I don't have a strong opinion about whether or not adding xsl:item to address this usability trap is worth the cost or not. As we saw in the discussions yesterday, there's some subtlty especially around whether xsl:item should be allowed to return the empty sequence.

From 10,000 feet, it seems tempting to add select to xsl:text and deprecate xsl:value-of. But there are countless tens of thousands of stylesheets out there with xsl:value-of in them; it's not going away in our lifetimes. So what's the real value even in doing that?

I guess one's answer depends partly on speculation about how the new features will be used and whether they will be viewed as aids or added complexity by users.

MarkNicholls commented 1 month ago

I've been worn down over the backwards compatibility thing, I accept its the reality.

An new way to do xsl:sequence to me is confusing and misleading added complexity, I think its better to encourage the users to understand the actual model, not present them things that they may find more intuitive, but are actually mirages, they will just fall down later harder when they're running faster.

michaelhkay commented 1 month ago

All very sound comments. We need to recognize the fact that however many people fall into an elephant trap in the language design, it's almost impossible to stop future users falling into the same trap by adding new features to the language. The only way to do it is to break compatibility by removing the elephant trap, and the pain of doing that for the existing user community usually exceeds the benefit.

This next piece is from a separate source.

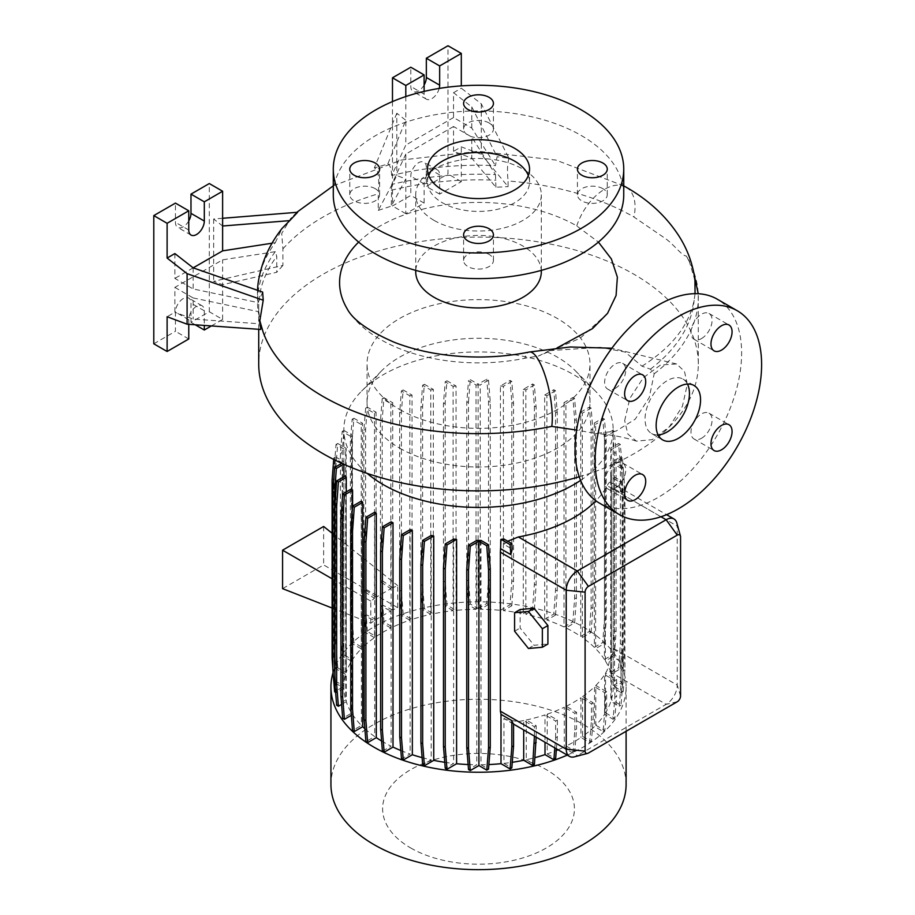 <?xml version="1.0" encoding="UTF-8"?>
<svg xmlns="http://www.w3.org/2000/svg" width="915" height="915" viewBox="0 0 915 915"><rect width="100%" height="100%" fill="white"/><g stroke="black" fill="none" stroke-linecap="round" stroke-linejoin="round"><path stroke-width="0.69" stroke-dasharray="4.58 3.43" d="M624.682 420.603L629.863 398.368L643.337 377.712L660.63 364.948L676.574 363.964L684.477 371.364L687.302 384.449L682.407 406.294L669.334 426.813L652.304 439.623L636.417 441.167L627.816 434.007L624.682 420.603M557.086 347.906L549.56 350.628L600.274 347.323L625.094 352.046L641.975 366.194L650.416 369.157L654.236 373.549L649.238 397.556L635.285 419.139L615.967 431.148L595.539 433.47L576.622 430.096M549.56 350.628L538.695 355.935L524.821 358.28A43.177 11.746 78.5 0 1 529.27 352.023M687.485 384.048A31.396 18.128 120 0 0 682.945 379.096A31.396 18.128 120 0 0 667.241 380.651A31.396 18.128 120 0 0 646.733 408.319A31.396 18.128 120 0 0 651.549 433.481A31.396 18.128 120 0 0 658.114 434.934M375.241 188.684A14.915 8.612 0 0 0 358.977 186.82A14.915 8.612 0 0 0 349.77 194.769A14.915 8.612 0 0 0 354.139 200.865A14.915 8.612 0 0 0 370.392 202.73A14.915 8.612 0 0 0 379.611 194.769A14.915 8.612 0 0 0 375.241 188.684M489.068 122.965A14.915 8.612 0 0 0 472.803 121.1A14.915 8.612 0 0 0 463.596 129.049A14.915 8.612 0 0 0 467.965 135.145A14.915 8.612 0 0 0 484.229 137.01A14.915 8.612 0 0 0 493.437 129.049A14.915 8.612 0 0 0 489.068 122.965M602.894 188.684A14.915 8.612 0 0 0 586.629 186.82A14.915 8.612 0 0 0 577.422 194.769A14.915 8.612 0 0 0 581.791 200.865A14.915 8.612 0 0 0 598.055 202.73A14.915 8.612 0 0 0 607.263 194.769A14.915 8.612 0 0 0 602.894 188.684M489.068 254.404A14.915 8.612 0 0 0 472.803 252.529A14.915 8.612 0 0 0 463.596 260.489A14.915 8.612 0 0 0 467.965 266.574A14.915 8.612 0 0 0 484.229 268.438A14.915 8.612 0 0 0 493.437 260.489A14.915 8.612 0 0 0 489.068 254.404M701.542 438.262A14.915 8.612 120 0 0 711.287 425.12A14.915 8.612 120 0 0 708.999 413.168A14.915 8.612 120 0 0 701.542 413.912A14.915 8.612 120 0 0 691.797 427.053A14.915 8.612 120 0 0 694.085 439.006A14.915 8.612 120 0 0 701.542 438.262M701.542 338.55A14.915 8.612 120 0 0 711.287 325.408A14.915 8.612 120 0 0 708.999 313.456A14.915 8.612 120 0 0 701.542 314.2A14.915 8.612 120 0 0 691.797 327.341A14.915 8.612 120 0 0 694.085 339.293A14.915 8.612 120 0 0 701.542 338.55M615.189 388.406A14.915 8.612 120 0 0 624.934 375.264A14.915 8.612 120 0 0 622.646 363.312A14.915 8.612 120 0 0 615.189 364.056A14.915 8.612 120 0 0 605.444 377.197A14.915 8.612 120 0 0 607.732 389.15A14.915 8.612 120 0 0 615.189 388.406M615.189 488.118A14.915 8.612 120 0 0 624.934 474.976A14.915 8.612 120 0 0 622.646 463.024A14.915 8.612 120 0 0 615.189 463.768A14.915 8.612 120 0 0 605.444 476.909A14.915 8.612 120 0 0 607.732 488.862A14.915 8.612 120 0 0 615.189 488.118M579.241 476.772A219.806 126.899 0 0 0 698.317 363.987A219.806 126.899 0 0 0 633.935 274.248A219.806 126.899 0 0 0 394.399 246.741A219.806 126.899 0 0 0 258.716 363.987M694.943 280.493L688.858 259.929L686.204 255.971C681.686 255.708 673.875 244.408 665.262 238.438L633.935 217.015A219.806 126.899 180 0 0 508.088 180.998L508.088 186.626L481.29 154.338L461.309 146.869L453.543 151.364L471.797 158.181L495.919 187.243L508.088 186.626M399.695 448.133A111.47 64.359 0 0 0 521.173 462.086A111.47 64.359 0 0 0 589.992 402.634A111.47 64.359 0 0 0 575.363 370.769A111.47 64.359 0 0 0 557.338 357.125A111.47 64.359 0 0 0 381.669 370.769A111.47 64.359 0 0 0 367.041 402.634A111.47 64.359 0 0 0 399.695 448.133M399.695 409.497A111.47 64.359 0 0 0 521.173 423.439A111.47 64.359 0 0 0 589.992 363.987A111.47 64.359 0 0 0 557.338 318.477A111.47 64.359 0 0 0 435.86 304.523A111.47 64.359 0 0 0 367.041 363.987A111.47 64.359 0 0 0 399.695 409.497M580.59 480.386A134.665 77.752 0 0 0 613.176 429.673A134.665 77.752 0 0 0 595.516 391.185A134.665 77.752 0 0 0 573.739 374.704A134.665 77.752 0 0 0 361.517 391.185A134.665 77.752 0 0 0 343.846 429.673A134.665 77.752 0 0 0 367.155 473.398M626.1 784.452A147.578 85.209 0 0 0 582.878 724.2A147.578 85.209 0 0 0 422.044 705.74A147.578 85.209 0 0 0 330.933 784.452M567.254 755.115A147.578 85.209 0 0 0 626.1 687.028A147.578 85.209 0 0 0 582.878 626.775A147.578 85.209 0 0 0 433.904 605.81A147.578 85.209 0 0 0 333.094 672.502M410.698 847.965A95.915 55.38 0 0 0 546.335 847.965A95.915 55.38 0 0 0 546.335 769.652A95.915 55.38 0 0 0 410.698 769.652A95.915 55.38 0 0 0 410.698 847.965M541.314 271.686A62.803 36.257 0 0 0 522.923 246.044A62.803 36.257 0 0 0 454.481 238.186A62.803 36.257 0 0 0 415.719 271.686M347.06 308.618A138.943 80.223 0 0 0 380.274 339.374A138.943 80.223 0 0 0 524.821 358.28M358.634 242.098A138.943 80.223 0 0 1 576.759 225.925L598.41 242.086M607.549 313.353L579.996 338.344L538.695 355.935M434.11 220.412A62.803 36.257 0 0 0 502.552 228.27A62.803 36.257 0 0 0 541.314 194.769A62.803 36.257 0 0 0 522.923 169.138A62.803 36.257 0 0 0 454.481 161.269A62.803 36.257 0 0 0 415.719 194.769A62.803 36.257 0 0 0 434.11 220.412M623.744 194.769A145.222 83.848 0 0 0 581.208 135.477A145.222 83.848 0 0 0 422.936 117.303A145.222 83.848 0 0 0 333.289 194.769M428.712 175.543A51.023 29.463 0 0 0 427.488 181.948A51.023 29.463 0 0 0 442.437 202.787A51.023 29.463 0 0 0 498.046 209.169A51.023 29.463 0 0 0 529.545 181.948A51.023 29.463 0 0 0 528.321 175.543M424.114 85.038A10.991 6.348 -60 0 1 418.567 90.94A10.991 6.348 -60 0 1 413.077 91.477A10.991 6.348 -60 0 1 410.801 86.456L410.801 67.218M439.211 88.412A10.991 6.348 -60 0 1 431.891 98.626A10.991 6.348 -60 0 1 426.39 99.175A10.991 6.348 -60 0 1 424.114 94.142L424.114 91.386M188.764 220.927A10.991 6.348 -60 0 1 183.206 226.817A10.991 6.348 -60 0 1 177.716 227.366A10.991 6.348 -60 0 1 175.44 222.334L175.44 203.107M599.485 503.136A117.749 67.984 120 0 0 658.365 497.303A117.749 67.984 120 0 0 735.294 393.541A117.749 67.984 120 0 0 717.234 299.182M580.739 636.417L589.386 631.43L591.124 607.4L591.124 429.101L589.386 407.095L580.739 412.082L580.739 636.417A134.665 77.752 0 0 0 573.739 632.048A134.665 77.752 0 0 0 565.928 627.884L574.631 622.863L572.893 621.857L574.631 597.827L574.631 419.528L572.893 397.522L564.029 402.634A134.665 77.752 180 0 1 565.928 403.549L565.928 627.884M381.589 741.001A134.665 77.752 0 0 0 383.293 742.008A134.665 77.752 0 0 0 391.105 746.171L382.401 751.204M391.105 521.836L391.105 746.171M400.839 750.54A134.665 77.752 0 0 0 410.126 754.006L401.502 758.981M410.126 529.671L410.126 754.006M422.101 757.62A134.665 77.752 0 0 0 431.194 759.816L422.661 764.734M431.194 535.481L431.194 759.816M444.747 762.298A134.665 77.752 0 0 0 453.634 763.442L445.228 768.291M453.634 539.107L453.634 763.442M468.114 764.54A134.665 77.752 0 0 0 476.784 764.768L468.514 769.549M476.784 540.433L476.784 764.768M481.016 540.422L481.016 764.768A134.665 77.752 0 0 0 488.885 764.551M503.948 539.038L503.948 544.356L512.228 549.137M507.711 541.211L503.948 544.356M611.392 475.343L611.392 487.203L621.926 493.288L621.022 480.913L611.392 475.343A134.665 77.752 180 0 1 610.865 477.058L610.865 482.926C610.168 481.382 608.933 482.308 607.16 485.682A134.665 77.752 180 0 1 595.905 500.791M621.926 493.288L619.718 488.038L610.374 482.239L666.566 514.676M611.392 648.072L611.392 699.678L621.022 705.248L622.76 683.231L622.76 654.648L611.392 648.072L611.392 487.203M611.392 699.678A134.665 77.752 0 0 0 613.164 688.023L621.445 692.804L623.184 691.797L624.934 669.791L624.934 491.492L623.184 467.462L614.537 462.464L614.537 686.799L622.406 682.258L620.667 681.252L622.406 657.222L622.406 478.922L620.667 456.917L613.153 461.251A134.665 77.752 180 0 1 613.176 462.693A134.665 77.752 180 0 1 613.164 463.688L613.164 688.023M613.153 461.251L613.153 685.587A134.665 77.752 0 0 0 611.289 674.046L620.381 668.808L618.632 667.801L620.381 643.771L620.381 465.472L618.632 443.466L610.763 448.007A134.665 77.752 180 0 1 611.289 449.711L611.289 674.046M610.763 448.007L610.763 672.342A134.665 77.752 0 0 0 605.375 660.939L614.342 655.758L612.604 654.751L614.354 630.732L614.354 452.433L612.604 430.416L604.438 435.128A134.665 77.752 180 0 1 605.375 436.604L605.375 660.939M604.438 435.128L604.438 659.463A134.665 77.752 0 0 0 595.619 648.644L604.495 643.508L602.756 642.502L604.495 618.483L604.495 440.184L602.756 418.166L594.338 423.027A134.665 77.752 180 0 1 595.619 424.297L595.619 648.644M594.338 423.027L594.338 647.363A134.665 77.752 0 0 0 582.329 637.515L591.124 632.437L589.386 631.43M580.739 412.082A134.665 77.752 180 0 1 582.329 413.168L582.329 637.515M520.143 609.516L520.143 628.022L534.028 645.281L547.902 644.046M513.567 723.879L503.948 718.321L503.948 763.373A134.665 77.752 0 0 0 512.274 762.298M503.948 763.373L511.828 767.925M481.016 764.768L488.519 769.103M364.891 728.752A134.665 77.752 0 0 0 374.693 736.552L365.909 741.619M352.595 506.178L352.595 714.592A134.665 77.752 0 0 0 361.414 725.423L352.538 730.547M352.595 714.592L351.326 715.324M346.27 491.893L346.27 701.713A134.665 77.752 0 0 0 351.657 713.117L342.69 718.298M346.27 701.713L341.581 704.413M343.88 476.749L343.88 688.469A134.665 77.752 0 0 0 345.744 700.009L336.651 705.248M343.88 688.469L336.365 692.804L334.913 674.424M335.633 692.381L336.365 692.804M345.641 674.378L336.011 668.819L334.272 644.789L334.272 466.49L336.011 444.473L345.641 450.043L345.641 674.378A134.665 77.752 0 0 0 343.857 686.033L335.588 681.252L333.849 682.258L342.496 687.257L334.627 691.797M351.509 661.179L342.176 655.792L340.426 631.762L340.426 453.463L342.176 431.457L351.509 436.844L351.509 661.179A134.665 77.752 0 0 0 346.167 672.662L337.749 667.813L336.011 668.819M361.231 648.827L352.149 643.577L350.399 619.546L350.399 441.247L352.149 419.242L361.231 424.48L361.231 648.827A134.665 77.752 0 0 0 352.447 659.704L343.914 654.785L342.176 655.792M332.099 608.04L370.804 623.195L374.487 620.542L374.487 637.652A134.665 77.752 0 0 0 362.512 647.545L353.888 642.57L352.149 643.577M374.487 637.652L365.623 632.539L364.41 615.738L374.487 620.542M376.076 636.565L376.076 619.455L390.854 610.911L390.854 628.01A134.665 77.752 0 0 0 376.076 636.565L367.373 631.533L365.623 632.539M390.854 628.01L382.207 623.024L380.995 606.21L390.854 610.911M409.817 620.164L401.399 615.303L399.661 591.273L399.661 412.974L401.399 390.968L409.817 395.818L409.817 620.164A134.665 77.752 0 0 0 392.752 627.095L383.957 622.017L382.207 623.024M430.782 614.331L422.616 609.619L420.866 585.589L420.866 407.289L422.616 385.272L430.782 389.996L430.782 614.331A134.665 77.752 0 0 0 412.025 619.421L403.149 614.297L401.399 615.303M453.085 610.682L445.205 606.13L443.466 582.1L443.466 403.812L445.205 381.795L453.085 386.347L453.085 610.682A134.665 77.752 0 0 0 433.333 613.793L424.354 608.612L422.616 609.619M476.017 609.299L468.514 604.964L466.764 580.934L466.764 402.634L468.514 380.617L476.017 384.952L476.017 609.299A134.665 77.752 0 0 0 456.036 610.374L446.955 605.124L445.205 606.13M500.425 610.316L510.067 604.758L511.805 580.728L511.805 402.428L510.067 380.423L500.425 385.981L500.425 610.316A134.665 77.752 0 0 0 480.249 609.287L488.519 604.506L490.268 580.487L490.268 402.188L488.519 380.171L486.78 379.165L478.122 384.163L478.122 608.498L470.253 603.957L468.514 604.964M478.122 608.498L486.78 603.5L488.519 579.481L488.519 401.182L486.78 379.165M488.519 604.506L486.78 603.5M523.288 613.702L532.622 608.315L534.371 584.285L534.371 405.986L532.622 383.98L523.288 389.367L523.288 613.702A134.665 77.752 0 0 0 503.399 610.614L511.805 605.764L510.067 604.758M544.688 619.318L553.781 614.068L555.531 590.038L555.531 411.75L553.781 389.733L544.688 394.983L544.688 619.318A134.665 77.752 0 0 0 525.839 614.24L534.371 609.321L532.622 608.315M564.029 402.634L564.029 626.969A134.665 77.752 0 0 0 546.907 620.05L555.519 615.074L553.781 614.068M564.029 626.969L572.893 621.857M594.338 647.363L602.756 642.502M604.438 659.463L612.604 654.751M610.763 672.342L618.632 667.801M613.153 685.587L620.667 681.252M614.537 686.799L623.184 691.797M558.024 749.774A134.665 77.752 0 0 0 564.281 746.972L573.076 752.038L574.826 730.033L576.564 729.026L576.564 712.305L566.179 706.311L566.179 746.045A134.665 77.752 0 0 0 580.956 737.501L589.66 742.523L591.41 720.505L593.149 719.499L593.149 702.789L582.546 696.658L582.546 736.403A134.665 77.752 0 0 0 594.521 726.51L603.145 731.485L604.884 709.48L606.634 708.473L606.634 691.751L595.802 685.495L595.802 725.24A134.665 77.752 0 0 0 604.586 714.352L613.119 719.27L614.857 697.264L616.607 696.258L616.607 679.536L605.524 673.143L605.524 712.876A134.665 77.752 0 0 0 610.865 701.393L619.283 706.254L621.022 705.248M605.524 712.876L614.857 718.264L616.607 696.258M613.119 719.27L614.857 718.264M595.802 725.24L604.884 730.479L606.634 708.473M603.145 731.485L604.884 730.479M582.546 736.403L591.41 741.516L593.149 719.499M589.66 742.523L591.41 741.516M566.179 746.045L574.814 751.032L576.564 729.026M573.076 752.038L574.814 751.032M554.822 747.932L555.634 737.753L557.372 736.747L557.372 720.025L547.216 714.158L547.216 753.903A134.665 77.752 0 0 0 556.286 750.506M547.216 753.903L555.634 758.752M536.167 737.158L536.167 725.709L526.251 719.991L526.251 759.725A134.665 77.752 0 0 0 534.955 757.62M526.251 759.725L534.417 764.448M536.167 725.709L534.417 726.716L523.7 720.528L523.7 729.964M526.251 719.991A134.665 77.752 0 0 0 545.008 714.901L545.008 742.271M557.372 720.025L555.634 721.031L545.008 714.901M547.216 714.158A134.665 77.752 0 0 0 564.281 707.226L564.281 746.972M576.564 712.305L574.826 713.311L564.281 707.226M566.179 706.311A134.665 77.752 0 0 0 580.956 697.756L580.956 737.501M593.149 702.789L591.41 703.795L580.956 697.756M582.546 696.658A134.665 77.752 0 0 0 594.521 686.776L594.521 726.51M606.634 691.751L604.884 692.758L594.521 686.776M595.802 685.495A134.665 77.752 0 0 0 604.586 674.618L604.586 714.352M616.607 679.536L614.857 680.543L604.586 674.618M605.524 673.143A134.665 77.752 0 0 0 607.16 670.283L610.865 655.781L610.865 701.393M676.837 522.991A15.704 9.07 -60 0 1 677.237 526.148L677.237 685.106A15.704 9.07 -60 0 1 666.131 704.333L577.319 755.607A15.704 9.07 -60 0 1 574.391 756.842M503.948 718.321L505.858 719.659L518.347 721.558A134.665 77.752 0 0 0 523.7 720.528M544.688 394.983A134.665 77.752 180 0 1 546.907 395.715L546.907 620.05M523.288 389.367A134.665 77.752 180 0 1 525.839 389.904L525.839 614.24M500.425 385.981A134.665 77.752 180 0 1 503.399 386.279L503.399 610.614M476.017 384.952A134.665 77.752 180 0 1 480.249 384.952L480.249 609.287M453.085 386.347A134.665 77.752 180 0 1 456.036 386.038L456.036 610.374M430.782 389.996A134.665 77.752 180 0 1 433.333 389.447L433.333 613.793M409.817 395.818A134.665 77.752 180 0 1 412.025 395.086L412.025 619.421M390.854 403.675L390.854 588.711L380.468 581.666L380.468 420.694L382.207 398.688L390.854 403.675A134.665 77.752 180 0 1 392.752 402.749L392.752 587.807L397.682 585.611L397.682 607.674L392.752 609.973L392.752 627.095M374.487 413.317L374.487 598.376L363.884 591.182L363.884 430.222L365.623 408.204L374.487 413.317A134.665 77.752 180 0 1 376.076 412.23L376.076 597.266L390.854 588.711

johnlumley commented 1 month ago

Thinking a bit more about the idea mooted on permitting @as anywhere there is @select, I suggest that this only makes sense when it the result of the containing instruction is effectively the (XDMValue) @select XPath expression, possibly type coerced. For example this is the case for xsl:sequence and xsl:variable, but not the case for xsl:number nor indeed xsl:value-of or even in the extreme xsl:for-each

michaelhkay commented 1 month ago

I proposed that we close this with no action. We know there's a usability problem, but this isn't the solution.

ndw commented 1 month ago

The CG agreed to close this issue without further action at meeting 086.